WHAT THE TASK ASKS
Please filter the data down to the lines that include the word "straight" and copy them.

##### MATERIAL FOR THE TASK #####

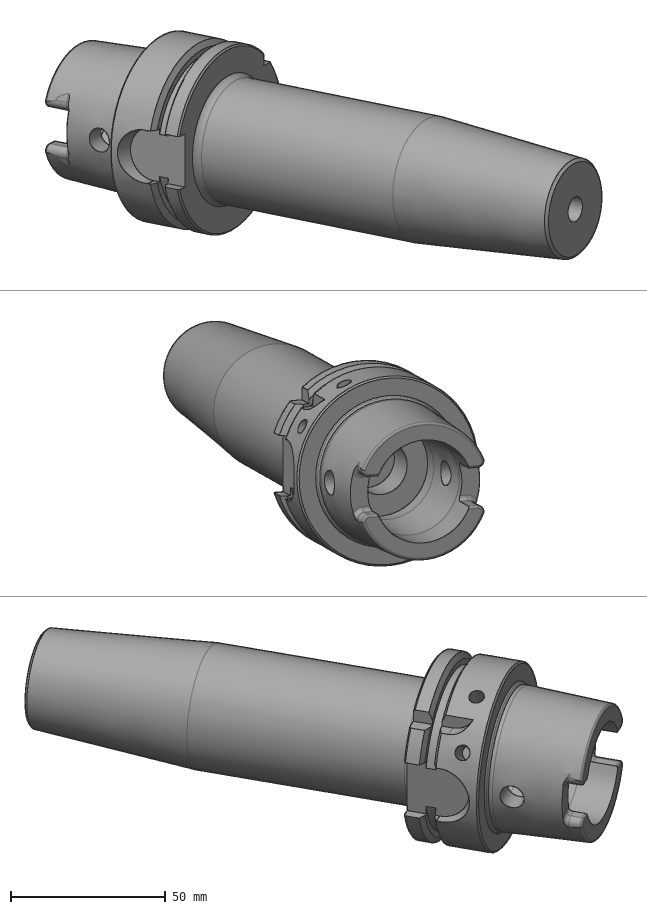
import cadquery as cq
import math

total_length = 192.0
flange_start = 32.0
flange_end = 58.0
taper_start = 135.0

tail_end_radius = 22.8
tail_root_radius = 24.2
tail_taper_end = 29.5
tail_edge_round = 0.8
root_flare_start = 31.0
root_flare_bend = 31.5
root_flare_bend_radius = 24.8
root_flare_radius = 25.2

flange_radius = 31.5
flange_chamfer = 0.5
groove_floor_start = 48.2
groove_floor_end = 51.5
groove_floor_radius = 27.5
groove_bevel_radius = 29.4
groove_bevel_slope = math.tan(math.radians(30))

body_radius = 21.0
body_root_round = 3.8
body_root_radius = 22.0
nose_radius = 16.7
nose_chamfer = 1.0

mouth_radius = 17.0
mouth_depth = 12.5
cavity_radius = 16.1
cavity_cone_end = 32.6
cavity_depth = 38.4
socket_radius = 9.0
socket_depth = 50.0
channel_radius = 4.2

slot_half_width = 6.3
slot_lip_round = 2.3
slot_lip_circle = 23.0
slot_flare_length = 8.6
slot_corner_round = 1.5
slot_inner_reach = 11.5
slot_outer_reach = 30.7
deep_slot_length = 10.0
shallow_slot_length = 6.1

margin = 0.2

cross_hole_x = 23.0
cross_hole_radius = 4.0

keyway_floor = 26.5
keyway_floor_end = 36.9
keyway_tilt = 20.0
keyway_reach = 9.6
narrow_keyway_width = 18.0
wide_keyway_width = 20.0

notch_offset = 20.0
notch_floor_start = 44.5
notch_cutter_radius = 7.7
screw_hole_x = 38.8
screw_hole_radius = 2.5
screw_hole_depth = 8.6
screw_hole_angles = (24, 60)


def make_body():
    bevel = (flange_radius - groove_bevel_radius) * groove_bevel_slope
    root_round_length = math.sqrt(
        body_root_round**2 - (body_root_round - body_root_radius + body_radius) ** 2
    )
    mid_angle = math.asin(root_round_length / body_root_round) / 2
    root_round_end = flange_end + root_round_length
    root_round_mid = (
        root_round_end - body_root_round * math.sin(mid_angle),
        body_radius + body_root_round * (1 - math.cos(mid_angle)),
    )
    profile = (
        cq.Workplane("XY")
        .moveTo(0, 0)
        .lineTo(0, tail_end_radius)
        .lineTo(tail_taper_end, tail_root_radius)
        .lineTo(root_flare_start, tail_root_radius)
        .lineTo(root_flare_bend, root_flare_bend_radius)
        .lineTo(flange_start, root_flare_radius)
        .lineTo(flange_start, flange_radius - flange_chamfer)
        .lineTo(flange_start + flange_chamfer, flange_radius)
        .lineTo(groove_floor_start - bevel, flange_radius)
        .lineTo(groove_floor_start, groove_bevel_radius)
        .lineTo(groove_floor_start, groove_floor_radius)
        .lineTo(groove_floor_end, groove_floor_radius)
        .lineTo(groove_floor_end, groove_bevel_radius)
        .lineTo(groove_floor_end + bevel, flange_radius)
        .lineTo(flange_end - flange_chamfer, flange_radius)
        .lineTo(flange_end, flange_radius - flange_chamfer)
        .lineTo(flange_end, body_root_radius)
        .threePointArc(root_round_mid, (root_round_end, body_radius))
        .lineTo(taper_start, body_radius)
        .lineTo(total_length - nose_chamfer, nose_radius)
        .lineTo(total_length, nose_radius - nose_chamfer)
        .lineTo(total_length, 0)
        .close()
    )
    return profile.revolve(360, (0, 0, 0), (1, 0, 0))


def make_cavity():
    profile = (
        cq.Workplane("XY")
        .moveTo(0, 0)
        .lineTo(0, mouth_radius)
        .lineTo(mouth_depth, mouth_radius)
        .lineTo(cavity_cone_end, cavity_radius)
        .lineTo(cavity_depth, cavity_radius)
        .lineTo(cavity_depth, socket_radius)
        .lineTo(socket_depth, socket_radius)
        .lineTo(socket_depth, channel_radius)
        .lineTo(total_length, channel_radius)
        .lineTo(total_length, 0)
        .close()
    )
    return profile.revolve(360, (0, 0, 0), (1, 0, 0))


def make_drive_slot(length, side):
    """Slot whose outer lips are rounded into the tail surface; side is the sign of Y."""
    lip_z = slot_half_width + slot_lip_round
    lip_angle = math.asin(lip_z / (slot_lip_circle - slot_lip_round))
    lip_y = (slot_lip_circle - slot_lip_round) * math.cos(lip_angle)

    def on_lip(angle):
        return (
            lip_y + slot_lip_round * math.cos(angle),
            lip_z + slot_lip_round * math.sin(angle),
        )

    wall_end = (lip_y, slot_half_width)
    lip_mid = on_lip((lip_angle - math.pi / 2) / 2)
    lip_end = on_lip(lip_angle)
    flare_end = (
        lip_end[0] - slot_flare_length * math.sin(lip_angle),
        lip_end[1] + slot_flare_length * math.cos(lip_angle),
    )

    def place(point, mirror=1):
        return (side * point[0], mirror * point[1])

    slot = (
        cq.Workplane("YZ")
        .moveTo(*place((slot_inner_reach, -slot_half_width)))
        .lineTo(*place((slot_inner_reach, slot_half_width)))
        .lineTo(*place(wall_end))
        .threePointArc(place(lip_mid), place(lip_end))
        .lineTo(*place(flare_end))
        .lineTo(*place((slot_outer_reach, flare_end[1])))
        .lineTo(*place((slot_outer_reach, -flare_end[1])))
        .lineTo(*place(flare_end, -1))
        .lineTo(*place(lip_end, -1))
        .threePointArc(place(lip_mid, -1), place(wall_end, -1))
        .close()
        .extrude(length)
    )
    half_height = 2 * lip_z
    end_wall_edges = cq.selectors.BoxSelector(
        (length - margin, side * (slot_inner_reach + margin), -half_height),
        (length + margin, side * (slot_outer_reach - margin), half_height),
    )
    return slot.faces(">X").edges(end_wall_edges).fillet(slot_corner_round)


def round_tail_end(part):
    """Round the outer rim of the tail end, around the slot lips as well."""

    def off_bore(edge):
        return edge.geomType() == "LINE" or abs(edge.radius() - mouth_radius) > margin

    return part.faces("<X").edges().filter(off_bore).fillet(tail_edge_round)


def make_keyway(width, side):
    """Flat-floored keyway, open toward +X, with a round end leaning outward toward -X."""
    lean = keyway_reach * math.tan(math.radians(keyway_tilt))
    radius = width / 2
    centre = keyway_floor_end + radius
    box = (
        cq.Workplane("XY")
        .box(flange_end - centre, keyway_reach, width, centered=(False, True, True))
        .translate((centre, side * (keyway_floor + keyway_reach / 2), 0))
    )
    base = cq.Wire.makeCircle(
        radius, cq.Vector(centre, side * keyway_floor, 0), cq.Vector(0, side, 0)
    )
    leaning_end = cq.Solid.extrudeLinear(
        base, [], cq.Vector(-lean, side * keyway_reach, 0)
    )
    return box.union(cq.Workplane(leaning_end))


def make_notch():
    """Square corner notch along X in the +Y +Z quadrant, run out by a disc cutter."""
    size = flange_radius
    straight = (
        cq.Workplane("XY")
        .box(flange_end - notch_floor_start, size, size, centered=False)
        .translate((notch_floor_start, notch_offset, notch_offset))
    )
    disc_centre = (notch_floor_start, notch_offset, notch_offset + notch_cutter_radius)
    disc = (
        cq.Workplane("XZ", origin=disc_centre)
        .circle(notch_cutter_radius)
        .extrude(-size)
    )
    return straight.union(disc)


def make_screw_hole(angle):
    """Blind radial hole in the flange rim, angle in degrees from +Z toward +Y."""
    return (
        cq.Workplane("XY")
        .circle(screw_hole_radius)
        .extrude(flange_radius)
        .translate((screw_hole_x, 0, flange_radius - screw_hole_depth))
        .rotate((0, 0, 0), (1, 0, 0), -angle)
    )


cross_hole = (
    cq.Workplane("XZ")
    .center(cross_hole_x, 0)
    .circle(cross_hole_radius)
    .extrude(2 * tail_root_radius, both=True)
)

result = make_body().cut(make_cavity())
result = result.cut(make_drive_slot(deep_slot_length, -1))
result = result.cut(make_drive_slot(shallow_slot_length, 1))
result = round_tail_end(result)
result = result.cut(cross_hole)
result = result.cut(make_keyway(narrow_keyway_width, -1))
result = result.cut(make_keyway(wide_keyway_width, 1))
result = result.cut(make_notch())
for hole_angle in screw_hole_angles:
    result = result.cut(make_screw_hole(hole_angle))

#####

FINISHED TASK
    straight = (
    return straight.union(disc)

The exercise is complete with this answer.